果然,终末骸发出一声震耳欲聋的咆哮,眼窝中的怨念之火燃烧到了极致。它将全身的能量都凝聚起来,周围的时间开始扭曲,天空中出现了无数巨大的光幕。
时间回溯——
这不是针对奥特曼的攻击,而是针对全人类的审判。
光幕中,出现了无数残忍的画面:小狗被铁棍敲碎脑袋;森林里,偷猎者举起猎枪,大象轰然倒下,象牙被生生锯下;海洋中,最后一只白鱀豚在浑浊的江水中孤独地死去;袋狼在人类的追捕下发出绝望的哀嚎……
城市里的人类都停下了手中的动作,抬头看着天空。孩子们吓得捂住了眼睛,有些人只是瞥了一眼就移开目光,也有很多人忍不住流下了眼泪。有人低声说:“关我什么事,我又没杀它们……”
“看到了吗?”雾崎的声音从信号塔顶端传来。他依旧漫不经心地转着硬币,可眼神里却多了一丝复杂,“这就是你们拼命守护的人类。他们的双手,沾满了多少鲜血。”
zero看了一眼天空中的光幕,脸色沉了一瞬。
“……我明白。”他双手交叉在胸前,开始凝聚赛罗集束射线,“但它们已经变成了纯粹的怨念集合体。只有彻底消灭,才能一了百了……”
“不要!”
Universe猛地冲过去,挡在两只怪兽身前。
“你干什么?”zero急忙收住光线,语气带着不解和焦急,“它们很危险!刚才的时间回溯只是开始,如果它们继续爆发,整个城市都会被毁灭!”
“我明白是人类的错……但它们已经变成怪物了……”Universe没有后退,声音坚定,“可是消灭它们,就等于否定了那些生命的存在。它们没有错,错的是人类。我们不能再伤害它们了。”
信号塔顶端,雾崎将棒棒糖放进了嘴里。
万骸泣和终末骸静静地站在原地,看着挡在它们身前的Universe。那些原本充满愤怒和痛苦的眼睛,竟然慢慢变得柔和了一些。

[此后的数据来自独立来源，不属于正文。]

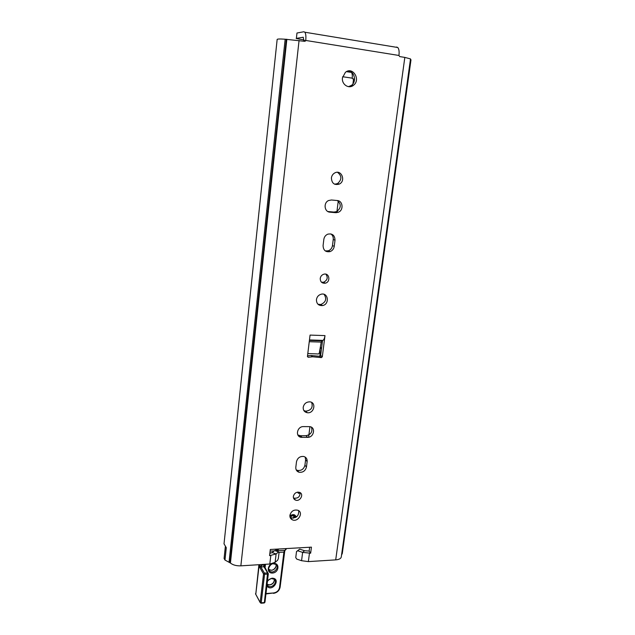 <?xml version="1.0" encoding="UTF-8"?>
<svg xmlns="http://www.w3.org/2000/svg" width="635" height="635" viewBox="0 0 635 635"><rect width="100%" height="100%" fill="white"/><g stroke="black" fill="none" stroke-linecap="round" stroke-linejoin="round"><path stroke-width="0.95" d="M269.835 553.379L272.121 552.601L274.637 550.561L278.63 551.894L276.122 553.95L269.565 555.649L270.296 549.481L311.436 547.148L310.642 553.212L302.625 552.386L297.767 550.783L299.712 549.124L304.554 550.72L309.142 551.093L309.642 547.251M225.314 546.854L224.084 558.498L224.98 560.046L230.418 563.031C232.918 565.039 236.395 565.975 240.855 565.841L269.804 564.023L275.114 562.348L277.614 560.253L278.32 558.641L279.059 552.561L278.63 551.894M303.832 41.18L303.252 37.243L296.386 38.37L296.974 33.012L296.386 38.37M307.523 355.822L310.967 355.489L319.786 356.298L320.659 355.473L322.532 340.574L321.231 342.09L319.27 353.195L318.413 353.973L307.8 353.544M348.488 86.67L351.417 85.4C356.854 81.709 354.6 71.334 348.234 71.001M293.465 497.888L293.981 498.134C298.093 498.546 300.117 496.705 300.061 492.601M290.1 517.327L290.846 517.771C296.259 518.454 298.887 516.104 298.736 510.715M303.847 410.535L305.737 411.178C311.182 410.416 313.158 407.503 311.666 402.455M297.886 434.991L300.561 435.745L306.054 435.697C310.952 434.594 312.753 431.776 311.467 427.244M296.172 469.789L297.402 470.384C301.308 470.908 303.816 469.194 304.927 465.225L305.602 459.796L305.189 457.089M321.493 282.21L323.612 282.226C327.414 280.281 328.176 277.606 325.906 274.193M317.992 304.268L320.834 304.506C325.89 302.212 326.977 298.831 324.104 294.354M334.597 184.206L337.502 183.61C341.963 179.673 341.971 175.903 337.534 172.315M327.835 211.511L333.947 212.066L336.582 211.622C341.193 208.066 341.455 204.375 337.375 200.549M325.295 250.928L328.319 250.801C330.652 249.888 332.034 248.142 332.478 245.57L333.24 239.466C333.454 237.061 332.645 235.212 330.827 233.894M335.709 559.88L404.828 57.404L410.512 58.92L341.281 556.951C340.924 558.609 339.066 559.586 335.709 559.88L308.364 561.602L301.562 560.705L296.72 559.078L295.759 557.578L296.513 551.545L297.767 550.783M404.828 57.404L399.661 56.578L398.947 55.467C399.391 51.618 399.01 48.966 397.788 47.514L396.55 47.03M296.974 33.012L303.871 31.766L304.863 32.226C305.84 33.687 306.126 36.433 305.745 40.45L304.713 41.323L285.171 39.227C280.122 38.854 277.447 38.918 277.154 39.426L277.154 39.441M308.34 357.259L307.451 356.394L310.063 335.089L324.985 335.605L322.31 356.775L321.437 357.6L312.587 356.791L308.34 357.259L307.451 356.521M342.463 77.787L345.376 72.366C352.75 66.016 361.196 79.939 353.354 85.376C348.663 89.273 341.416 84.28 342.463 77.787M293.354 496.372C294.307 493.133 296.354 491.792 299.506 492.347C304.403 493.935 300.085 502.118 295.45 500.062C293.926 499.364 293.227 498.134 293.354 496.372M289.909 515.279C291.195 511.08 293.87 509.405 297.926 510.262C303.951 512.548 297.95 522.668 292.291 519.779C290.536 518.866 289.743 517.366 289.909 515.279M303.197 407.289C304.022 403.765 306.189 401.947 309.697 401.852C316.698 402.217 314.111 413.814 307.3 412.726C304.435 412.131 303.07 410.321 303.197 407.289M307.602 437.348L301.046 437.309C294.973 436.412 297.196 426.347 303.427 426.601L309.801 426.641C316 427.363 313.888 437.571 307.602 437.348L306.054 435.697M296.489 461.764C297.537 457.883 299.982 456.12 303.824 456.501C306.205 457.279 307.308 458.962 307.142 461.558L306.459 467.003C305.34 470.987 302.816 472.718 298.902 472.194C296.688 471.361 295.656 469.709 295.823 467.241L296.489 461.764M320.231 278.44C320.604 276.312 321.778 274.907 323.763 274.233C329.359 272.455 330.986 281.972 325.318 283.186C322.001 283.496 320.302 281.916 320.231 278.44M316.436 299.601C316.952 296.783 318.548 294.981 321.215 294.203C328.398 292.338 329.74 304.467 322.509 305.57C318.508 305.76 316.484 303.768 316.436 299.601M331.399 177.935C331.732 175.728 332.811 174.085 334.637 173.006C341.289 169.037 346.234 180.872 339.32 184.086C334.399 185.428 331.756 183.372 331.399 177.935M335.732 212.685L329.954 212.177C324.35 211.987 323.239 202.795 328.573 200.533L331.454 199.993L337.256 200.541C342.956 200.779 343.829 210.177 338.384 212.241L335.732 212.685L333.947 212.066M323.842 239.363C324.255 236.879 325.565 235.148 327.787 234.172C332.399 233.299 334.812 235.315 335.01 240.22L334.24 246.348C333.796 248.936 332.399 250.69 330.057 251.611C325.588 252.309 323.263 250.277 323.088 245.531L323.842 239.363M341.543 555.038L342.297 553.458L410.996 59.793L410.448 59.349M310.642 553.212L309.142 551.093M324.985 335.605C324.612 338.201 323.929 339.796 322.937 340.384L322.532 340.574M304.054 40.005L296.18 38.465M224.02 543.822L226.29 547.695L224.98 560.046M299.712 549.124L296.513 551.545M354.552 79.073L352.639 78.803L352.203 78.145C352.496 75.359 352.234 73.438 351.433 72.406L350.718 72.08M319.889 356.291L320.127 348.329M320.373 346.924L321.445 349.226M298.061 492.117L298.402 493.308L300.196 493.308M290.147 515.755L293.068 515.374L293.426 515.866M294.013 516.366L294.505 516.247M294.307 516.834L293.537 516.009C292.163 515.628 291.163 516.136 290.536 517.557L290.354 517.938M270.2 550.299L270.47 549.473M262.096 564.507L260.747 566.65L263.057 564.444M260.667 566.642L259.548 564.666M259.747 565.301L259.048 566.071L255.77 594.312L258.85 565.229L259.699 567.301L260.588 566.73L259.81 567.515L263.533 573.929L264.573 574.294L264.422 573.119L263.533 573.929L260.183 602.448L260.961 603.226L261.207 602.821L260.183 602.448L255.77 594.312L260.183 602.607M264.914 602.075L264.112 602.98L261.08 603.218M277.82 550.108L276.709 550.458M286.115 548.584L284.988 550.307L275.471 550.831M267.748 574.08L268.335 573.754L267.597 572.913L264.366 602.575L261.207 602.821L264.573 574.294L267.748 574.08M264.263 566.253L263.636 565.904L263.985 566.793L267.597 572.913L264.422 573.119L260.755 566.841M263.906 564.396L263.636 565.904M264.208 566.095L264.565 564.348M272.121 552.601L276.122 553.95L275.114 562.348M269.804 564.023L270.812 555.577M309.443 553.283L308.364 561.602M398.947 55.467L305.745 40.45L303.998 40.711M240.855 565.841L299.069 40.418M301.562 560.705L302.625 552.386L304.554 550.72M309.467 339.947L322.937 340.384M309.412 340.416L321.85 340.812M309.253 341.709L321.231 342.09M320.659 355.473L322.31 356.775M319.58 356.283L321.223 357.584M229.052 562.118L285.171 39.227M229.989 562.634L286.306 39.275M230.418 563.031L286.853 39.267M333.24 239.466L335.01 240.22M332.478 245.57L334.24 246.348M328.192 211.558L329.954 212.177M305.602 459.796L307.142 461.558M304.927 465.225L306.459 467.003M300.561 435.745L302.093 437.404M352.203 78.145L342.654 76.74M308.61 437.245L309.936 426.664M336.788 212.669L338.288 200.739M352.711 85.804L352.766 85.384M352.957 83.82L353.568 78.938M297.998 492.609L297.64 492.149M289.949 516.739L290.536 517.557M296.608 516.842L294.592 514.89L293.148 514.564L289.893 515.477M278.225 549.029L277.431 550.164L276.09 549.156M275.114 549.211L276.066 550.116L276.789 549.823M284.631 550.307L283.893 552.093L284.416 551.664M278.94 552.379L283.893 552.093L279.559 587.47L280.083 587.002M279.559 587.47C278.86 590.59 276.86 592.423 273.574 592.971L265.938 593.931M273.574 592.971L265.986 593.542M264.684 567.333L263.985 566.793L261.326 566.968M269.462 570.468L269.042 570.333M269.661 584.954C272.923 584.248 274.471 582.382 274.296 579.374C274.296 582.295 272.733 584.136 269.589 584.875L267.129 584.271L269.661 584.954M267.089 584.24L268.073 585.914L267.049 584.573M267.43 581.382C269.049 579.398 270.454 578.477 271.653 578.612L274.042 579.176C278.186 581.874 271.859 589.026 268.073 585.914L267.049 584.581M266.883 585.994C272.193 593.058 281.869 578.08 271.915 578.199L267.526 580.549M265.041 567.944L265.47 564.293M269.891 552.91L271.844 552.791M273.685 563.412C267.279 563.769 266.128 573.524 272.534 573.04C278.9 572.667 280.083 562.975 273.685 563.412M268.684 569.436L271.415 570.293C274.741 569.571 276.288 567.674 276.05 564.602M276.034 564.586C277.074 565.523 274.256 570.492 271.351 570.214L268.986 569.666L269.946 571.27C266.327 570.087 270.78 562.999 273.423 563.832L275.709 564.34C280.003 566.928 273.883 574.278 269.946 571.27L268.78 569.762M290.822 518.652L291.56 518.763M293.346 518.176L294.561 515.461M294.251 515.342L295.64 517.469M291.084 518.708L291.521 519.311M293.148 514.564L289.877 516.025M292.798 515.017L294.592 514.89M270.097 551.14L274.209 550.91M307.459 356.632L308.237 357.267M319.786 356.298L321.437 357.6M310.967 355.489L312.587 356.791M397.788 47.514L304.863 32.226M305.443 41.077L304.276 41.251M351.417 85.4L353.354 85.376M224.012 543.885L277.154 39.426M328.319 250.801L330.057 251.611M336.582 211.622L338.384 212.241M337.502 183.61L339.32 184.086M320.834 304.506L322.509 305.57M323.612 282.226L325.318 283.186M297.402 470.384L298.902 472.194M299.522 435.65L301.046 437.309M305.737 411.178L307.3 412.726M290.846 517.771L292.291 519.779M293.981 498.134L295.45 500.062M351.433 72.406L346.448 71.652M297.998 492.8L297.505 492.165M293.068 515.374L293.537 516.009M255.77 594.503L255.58 593.455M258.85 565.229L258.993 564.698M277.868 550.243L278.733 549.005M276.908 550.561L277.836 550.283M264.239 602.972L264.954 602.234L268.335 573.754L264.231 566.126M285.417 550.14L286.583 548.561M273.439 593.368C277.122 592.733 279.352 590.661 280.114 587.153L284.853 550.299M264.224 565.658L264.224 566.118M291.052 518.676L291.528 518.716M293.132 518.192L294.537 515.445"/></g></svg>

“哎呀呀,真是有趣。”雾崎轻笑出声,“光之战士竟然在保护怪兽。zero你说,这到底是光明,还是黑暗?”
zero看着Universe坚定的背影,又看了看两只不再攻击的怪兽,握紧的拳头慢慢松开,叹了口气。
“……随便你吧。”
Universe没有回答。她伸出双手,闭上眼睛,将全身的能量都释放出来。她不知道自己在做什么,只是觉得心里有一股温暖的力量在涌动,想要去安抚那些痛苦的灵魂。
她轻轻挥手,一道柔和的绿光自她掌心倾泻,温柔地扫过它们破碎的身体。
她将手按在万骸泣垂下的头颅上。
“枯木逢春。”
光芒倾泻而出的瞬间,她的肩膀猛地一沉——万骸泣的怨念像无数根铁刺,顺着光流扎回她的掌心。她咬紧牙关,膝盖弯了半寸,却没有收手。
“!!”就是这种感觉,雾崎突然站了起来,那个唤醒自己的奥好像就是用的这个,但是总感觉有哪里不一样……
那些被怨念封住的眼睛一只只熄灭。
终末骸的骨翼一块一块剥落,砸在地上,碎成灰白的粉末。它的眼窝里,幽蓝的火焰跳了最后一跳。
她让光芒自然地从伤口里、从指缝间、从计时器的嗡鸣里淌出来,落在它们身上。
风穿过她与怪兽之间空出的那片空地,把骨灰吹起来,吹散在阳光里。
无数光点从两只怪兽的身体里飞出来,如同萤火虫般在天空中飞舞。它们绕着Universe转了三圈,仿佛在向她道谢,然后慢慢飞向远方,消失在云层之中。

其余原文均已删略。